RECORDS FOR THIS TASK:

________________________________________

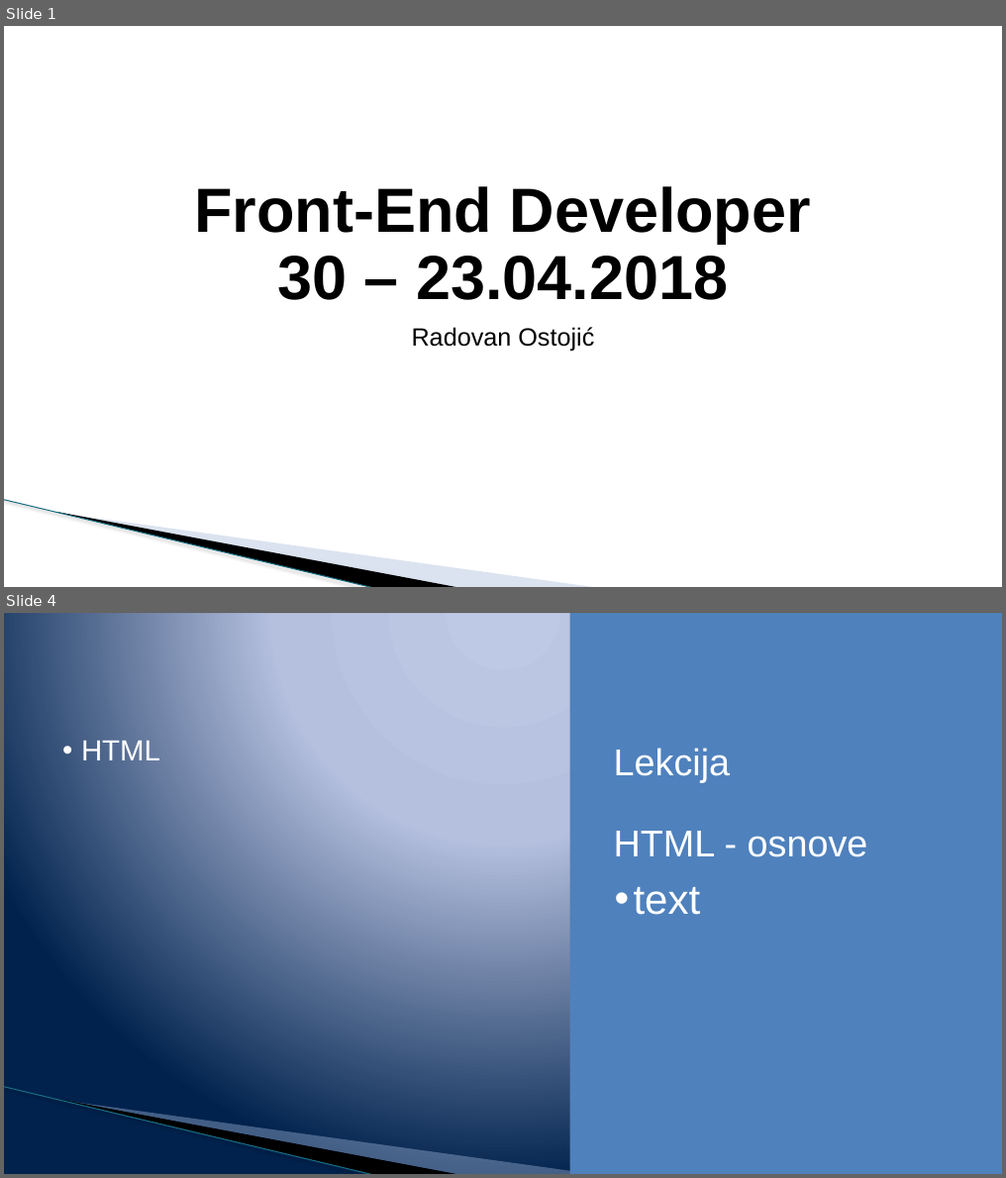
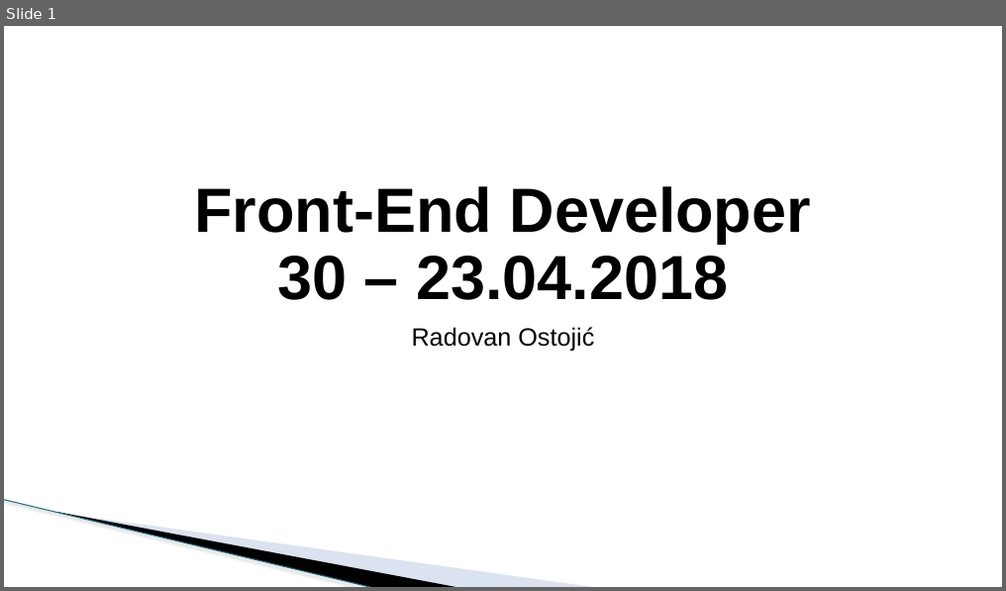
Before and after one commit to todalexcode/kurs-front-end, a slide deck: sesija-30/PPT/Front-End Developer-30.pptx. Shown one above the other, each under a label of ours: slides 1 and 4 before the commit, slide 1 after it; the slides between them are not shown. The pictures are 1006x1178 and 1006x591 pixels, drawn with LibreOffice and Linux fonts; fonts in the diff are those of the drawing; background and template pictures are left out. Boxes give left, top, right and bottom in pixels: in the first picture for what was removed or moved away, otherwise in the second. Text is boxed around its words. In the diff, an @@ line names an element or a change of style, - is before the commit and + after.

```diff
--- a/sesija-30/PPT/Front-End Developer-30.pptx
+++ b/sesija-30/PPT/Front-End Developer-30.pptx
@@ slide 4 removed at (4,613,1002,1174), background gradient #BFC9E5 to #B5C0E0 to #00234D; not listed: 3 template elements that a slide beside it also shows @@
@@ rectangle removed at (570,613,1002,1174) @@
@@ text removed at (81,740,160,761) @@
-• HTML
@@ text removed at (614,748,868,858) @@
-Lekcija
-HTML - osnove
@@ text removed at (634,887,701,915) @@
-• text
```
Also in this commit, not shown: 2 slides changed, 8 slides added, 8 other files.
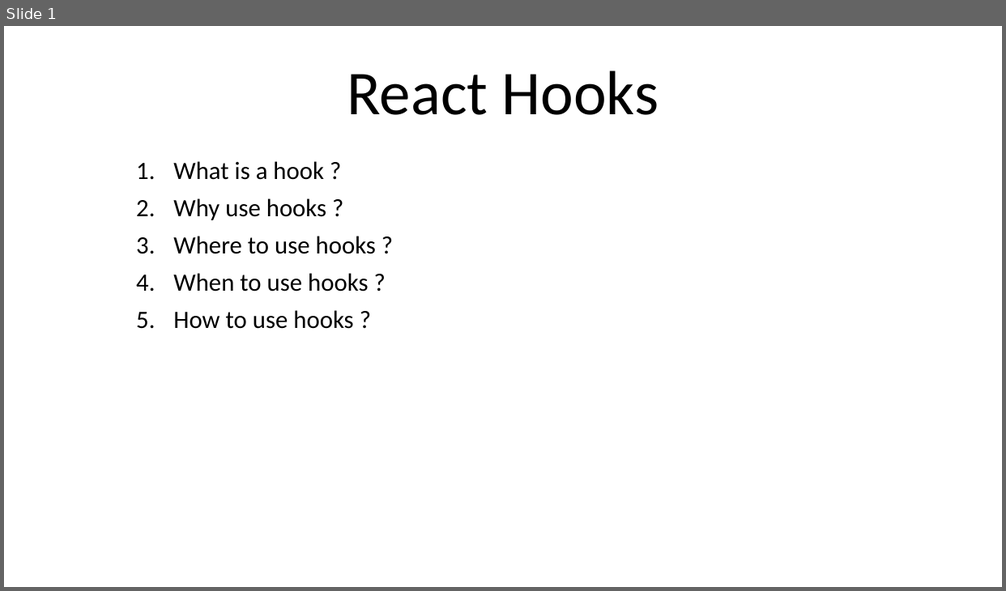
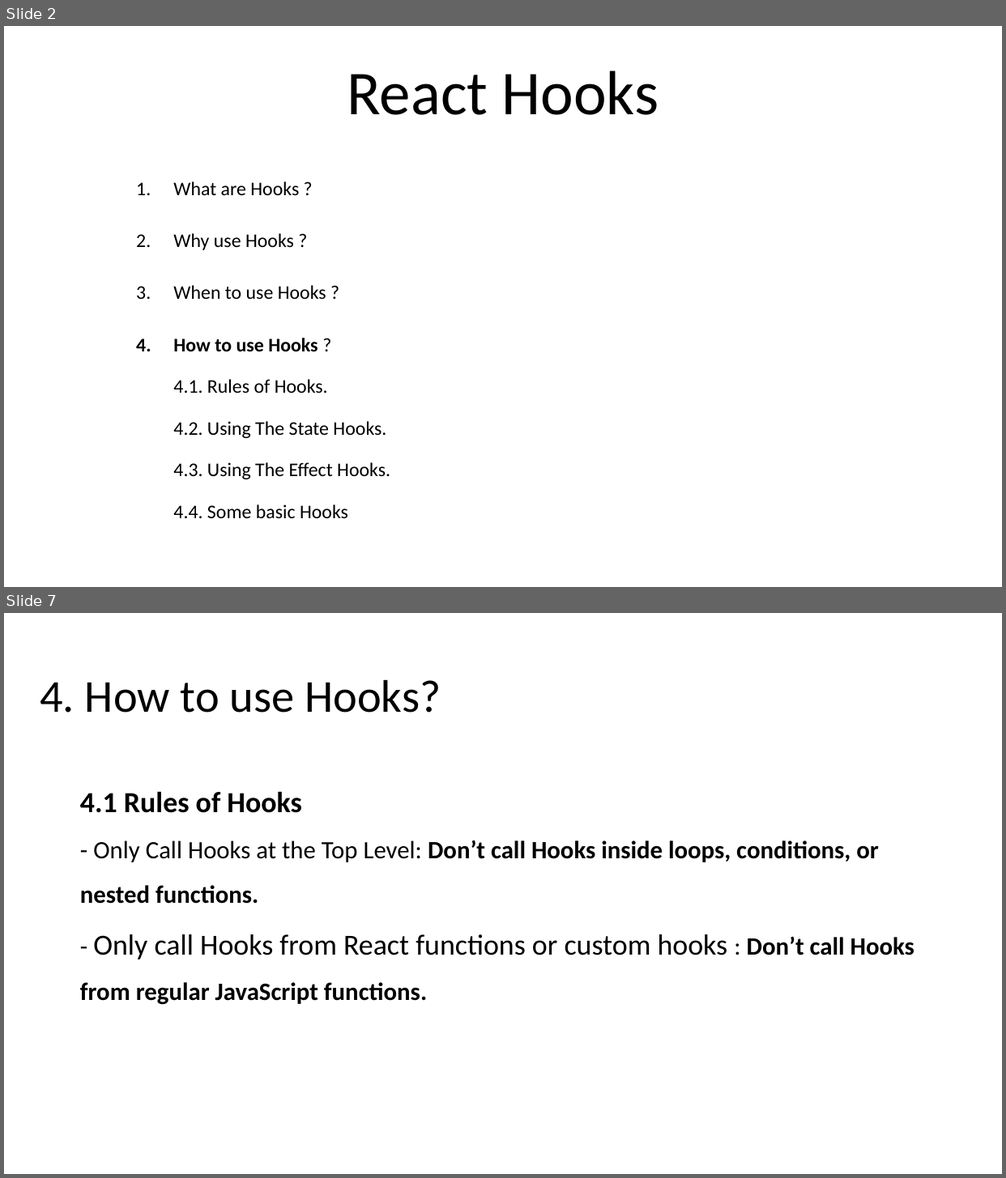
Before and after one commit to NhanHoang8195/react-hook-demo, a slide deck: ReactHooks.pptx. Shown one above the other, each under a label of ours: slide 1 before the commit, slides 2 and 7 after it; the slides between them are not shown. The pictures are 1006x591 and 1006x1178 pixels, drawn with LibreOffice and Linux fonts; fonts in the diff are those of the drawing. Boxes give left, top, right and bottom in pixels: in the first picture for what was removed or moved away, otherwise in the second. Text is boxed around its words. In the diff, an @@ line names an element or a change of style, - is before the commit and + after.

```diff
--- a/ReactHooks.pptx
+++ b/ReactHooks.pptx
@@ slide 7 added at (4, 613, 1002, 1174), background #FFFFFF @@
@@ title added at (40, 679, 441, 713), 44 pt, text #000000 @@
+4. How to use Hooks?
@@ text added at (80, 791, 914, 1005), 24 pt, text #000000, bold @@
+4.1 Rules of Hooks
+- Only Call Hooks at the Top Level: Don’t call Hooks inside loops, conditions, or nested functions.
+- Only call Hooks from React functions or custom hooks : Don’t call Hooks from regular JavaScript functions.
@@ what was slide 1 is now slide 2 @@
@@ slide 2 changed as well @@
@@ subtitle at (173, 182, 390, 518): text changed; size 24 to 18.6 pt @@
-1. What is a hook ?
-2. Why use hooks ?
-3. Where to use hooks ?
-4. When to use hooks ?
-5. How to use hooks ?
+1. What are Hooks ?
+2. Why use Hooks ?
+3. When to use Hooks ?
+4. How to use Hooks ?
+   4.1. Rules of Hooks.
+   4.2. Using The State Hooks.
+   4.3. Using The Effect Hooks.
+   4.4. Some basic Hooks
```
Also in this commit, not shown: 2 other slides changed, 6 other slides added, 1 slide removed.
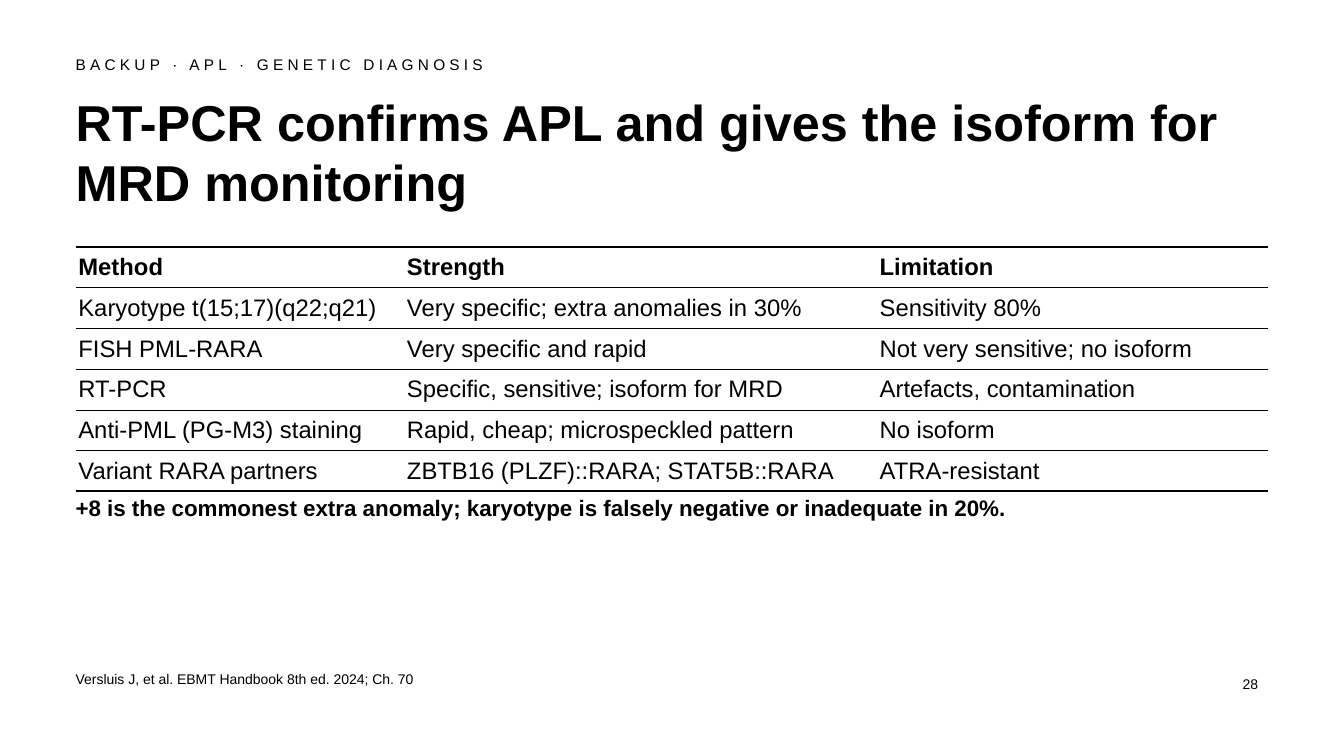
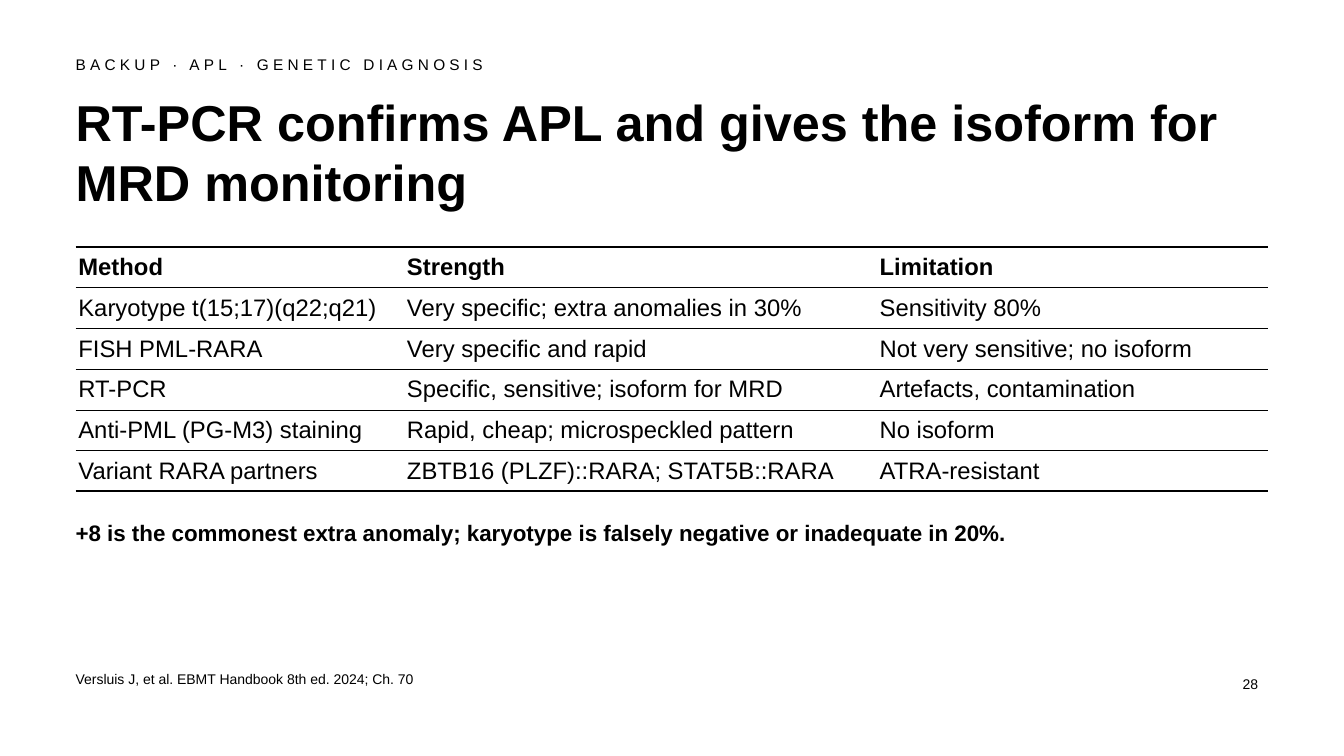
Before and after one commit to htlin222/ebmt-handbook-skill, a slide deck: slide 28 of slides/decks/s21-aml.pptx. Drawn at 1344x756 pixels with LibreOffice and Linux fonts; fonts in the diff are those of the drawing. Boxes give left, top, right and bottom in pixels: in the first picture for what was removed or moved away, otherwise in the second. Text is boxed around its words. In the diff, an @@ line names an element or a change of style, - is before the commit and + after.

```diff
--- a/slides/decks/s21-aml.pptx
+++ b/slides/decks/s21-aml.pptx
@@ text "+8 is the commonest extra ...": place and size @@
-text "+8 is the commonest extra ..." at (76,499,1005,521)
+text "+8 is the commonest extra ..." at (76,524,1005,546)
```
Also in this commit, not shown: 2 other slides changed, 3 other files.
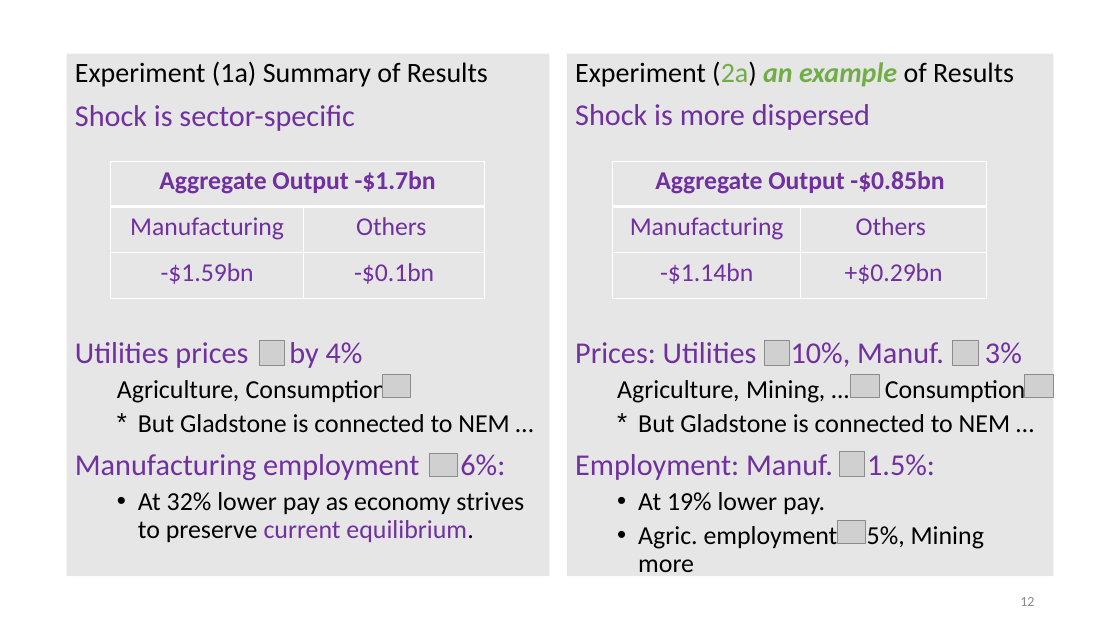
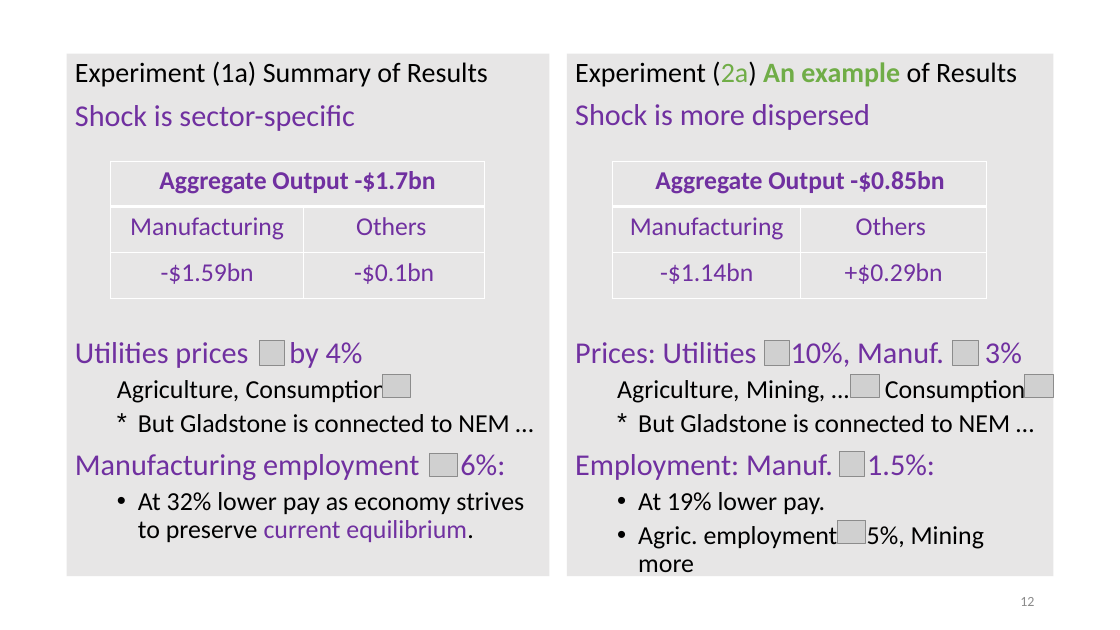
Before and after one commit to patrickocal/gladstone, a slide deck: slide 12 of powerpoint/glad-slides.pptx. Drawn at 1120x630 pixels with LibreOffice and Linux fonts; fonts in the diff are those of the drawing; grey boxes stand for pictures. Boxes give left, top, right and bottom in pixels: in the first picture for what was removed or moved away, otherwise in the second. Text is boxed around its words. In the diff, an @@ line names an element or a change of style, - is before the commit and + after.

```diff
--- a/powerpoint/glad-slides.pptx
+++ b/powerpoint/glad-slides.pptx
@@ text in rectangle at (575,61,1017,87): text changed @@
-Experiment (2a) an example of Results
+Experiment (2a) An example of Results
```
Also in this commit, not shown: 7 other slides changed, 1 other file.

________________________________________

EXERCISE BRIEF: Your reply should hold every line of the material, unaltered, and not one picture.

WRITTEN ANSWER:
Before and after one commit to todalexcode/kurs-front-end, a slide deck: sesija-30/PPT/Front-End Developer-30.pptx. Shown one above the other, each under a label of ours: slides 1 and 4 before the commit, slide 1 after it; the slides between them are not shown. The pictures are 1006x1178 and 1006x591 pixels, drawn with LibreOffice and Linux fonts; fonts in the diff are those of the drawing; background and template pictures are left out. Boxes give left, top, right and bottom in pixels: in the first picture for what was removed or moved away, otherwise in the second. Text is boxed around its words. In the diff, an @@ line names an element or a change of style, - is before the commit and + after.

```diff
--- a/sesija-30/PPT/Front-End Developer-30.pptx
+++ b/sesija-30/PPT/Front-End Developer-30.pptx
@@ slide 4 removed at (4,613,1002,1174), background gradient #BFC9E5 to #B5C0E0 to #00234D; not listed: 3 template elements that a slide beside it also shows @@
@@ rectangle removed at (570,613,1002,1174) @@
@@ text removed at (81,740,160,761) @@
-• HTML
@@ text removed at (614,748,868,858) @@
-Lekcija
-HTML - osnove
@@ text removed at (634,887,701,915) @@
-• text
```
Also in this commit, not shown: 2 slides changed, 8 slides added, 8 other files.
Before and after one commit to NhanHoang8195/react-hook-demo, a slide deck: ReactHooks.pptx. Shown one above the other, each under a label of ours: slide 1 before the commit, slides 2 and 7 after it; the slides between them are not shown. The pictures are 1006x591 and 1006x1178 pixels, drawn with LibreOffice and Linux fonts; fonts in the diff are those of the drawing. Boxes give left, top, right and bottom in pixels: in the first picture for what was removed or moved away, otherwise in the second. Text is boxed around its words. In the diff, an @@ line names an element or a change of style, - is before the commit and + after.

```diff
--- a/ReactHooks.pptx
+++ b/ReactHooks.pptx
@@ slide 7 added at (4, 613, 1002, 1174), background #FFFFFF @@
@@ title added at (40, 679, 441, 713), 44 pt, text #000000 @@
+4. How to use Hooks?
@@ text added at (80, 791, 914, 1005), 24 pt, text #000000, bold @@
+4.1 Rules of Hooks
+- Only Call Hooks at the Top Level: Don’t call Hooks inside loops, conditions, or nested functions.
+- Only call Hooks from React functions or custom hooks : Don’t call Hooks from regular JavaScript functions.
@@ what was slide 1 is now slide 2 @@
@@ slide 2 changed as well @@
@@ subtitle at (173, 182, 390, 518): text changed; size 24 to 18.6 pt @@
-1. What is a hook ?
-2. Why use hooks ?
-3. Where to use hooks ?
-4. When to use hooks ?
-5. How to use hooks ?
+1. What are Hooks ?
+2. Why use Hooks ?
+3. When to use Hooks ?
+4. How to use Hooks ?
+   4.1. Rules of Hooks.
+   4.2. Using The State Hooks.
+   4.3. Using The Effect Hooks.
+   4.4. Some basic Hooks
```
Also in this commit, not shown: 2 other slides changed, 6 other slides added, 1 slide removed.
Before and after one commit to htlin222/ebmt-handbook-skill, a slide deck: slide 28 of slides/decks/s21-aml.pptx. Drawn at 1344x756 pixels with LibreOffice and Linux fonts; fonts in the diff are those of the drawing. Boxes give left, top, right and bottom in pixels: in the first picture for what was removed or moved away, otherwise in the second. Text is boxed around its words. In the diff, an @@ line names an element or a change of style, - is before the commit and + after.

```diff
--- a/slides/decks/s21-aml.pptx
+++ b/slides/decks/s21-aml.pptx
@@ text "+8 is the commonest extra ...": place and size @@
-text "+8 is the commonest extra ..." at (76,499,1005,521)
+text "+8 is the commonest extra ..." at (76,524,1005,546)
```
Also in this commit, not shown: 2 other slides changed, 3 other files.
Before and after one commit to patrickocal/gladstone, a slide deck: slide 12 of powerpoint/glad-slides.pptx. Drawn at 1120x630 pixels with LibreOffice and Linux fonts; fonts in the diff are those of the drawing; grey boxes stand for pictures. Boxes give left, top, right and bottom in pixels: in the first picture for what was removed or moved away, otherwise in the second. Text is boxed around its words. In the diff, an @@ line names an element or a change of style, - is before the commit and + after.

```diff
--- a/powerpoint/glad-slides.pptx
+++ b/powerpoint/glad-slides.pptx
@@ text in rectangle at (575,61,1017,87): text changed @@
-Experiment (2a) an example of Results
+Experiment (2a) An example of Results
```
Also in this commit, not shown: 7 other slides changed, 1 other file.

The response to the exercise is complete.